Input for this task ->
BEGIN
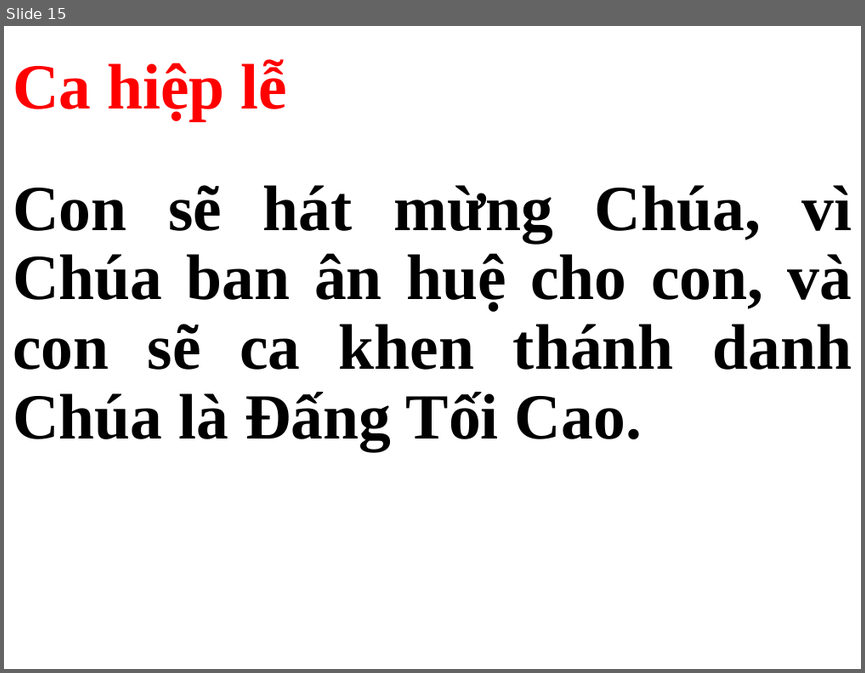
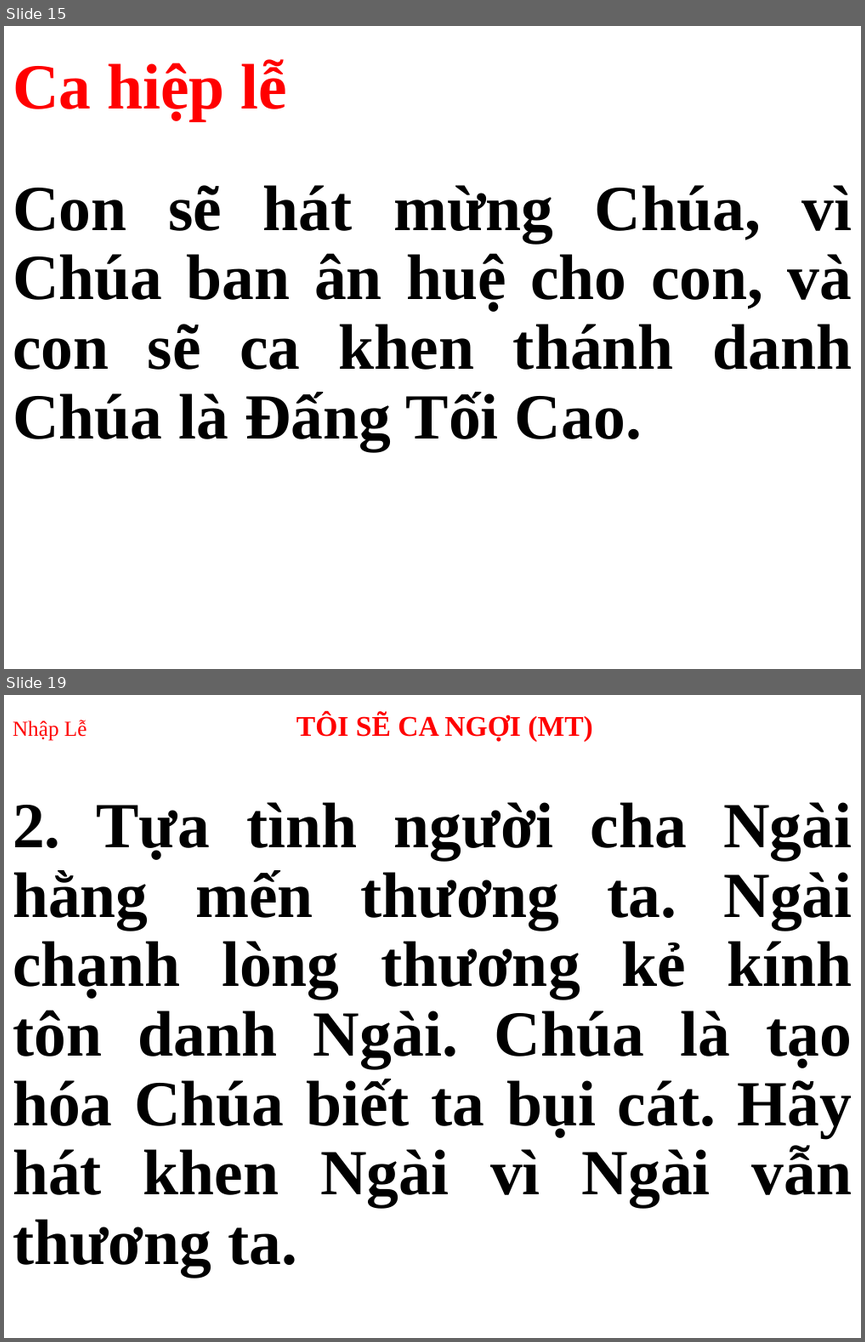
Before and after one commit to webfullstack99/usb-songs, a slide deck: Thứ 3.pptx. Shown one above the other, each under a label of ours: slide 15 before the commit, slides 15 and 19 after it; the slides between them are not shown. The pictures are 865x673 and 865x1342 pixels, drawn with LibreOffice and Linux fonts; fonts in the diff are those of the drawing. Boxes give left, top, right and bottom in pixels: in the first picture for what was removed or moved away, otherwise in the second. Text is boxed around its words. In the diff, an @@ line names an element or a change of style, - is before the commit and + after.

```diff
--- a/Thứ 3.pptx
+++ b/Thứ 3.pptx
@@ slide 19 added at (4, 695, 861, 1338), background #FFFFFF @@
@@ title added at (12, 713, 592, 741), 24 pt, text #FF0000, bold @@
+Nhập Lễ TÔI SẼ CA NGỢI (MT)
@@ subtitle added at (12, 802, 852, 1276), 54 pt, text #000000, bold @@
+2. Tựa tình người cha Ngài hằng mến thương ta. Ngài chạnh lòng thương kẻ kính tôn danh Ngài. Chúa là tạo hóa Chúa biết ta bụi cát. Hãy hát khen Ngài vì Ngài vẫn thương ta.
```
Also in this commit, not shown: 2 slides changed, 14 other slides added, 15 slides removed.
END
Activity ->
Give an exact copy of the entries, excluding all pictures.

Completed task ->
Before and after one commit to webfullstack99/usb-songs, a slide deck: Thứ 3.pptx. Shown one above the other, each under a label of ours: slide 15 before the commit, slides 15 and 19 after it; the slides between them are not shown. The pictures are 865x673 and 865x1342 pixels, drawn with LibreOffice and Linux fonts; fonts in the diff are those of the drawing. Boxes give left, top, right and bottom in pixels: in the first picture for what was removed or moved away, otherwise in the second. Text is boxed around its words. In the diff, an @@ line names an element or a change of style, - is before the commit and + after.

```diff
--- a/Thứ 3.pptx
+++ b/Thứ 3.pptx
@@ slide 19 added at (4, 695, 861, 1338), background #FFFFFF @@
@@ title added at (12, 713, 592, 741), 24 pt, text #FF0000, bold @@
+Nhập Lễ TÔI SẼ CA NGỢI (MT)
@@ subtitle added at (12, 802, 852, 1276), 54 pt, text #000000, bold @@
+2. Tựa tình người cha Ngài hằng mến thương ta. Ngài chạnh lòng thương kẻ kính tôn danh Ngài. Chúa là tạo hóa Chúa biết ta bụi cát. Hãy hát khen Ngài vì Ngài vẫn thương ta.
```
Also in this commit, not shown: 2 slides changed, 14 other slides added, 15 slides removed.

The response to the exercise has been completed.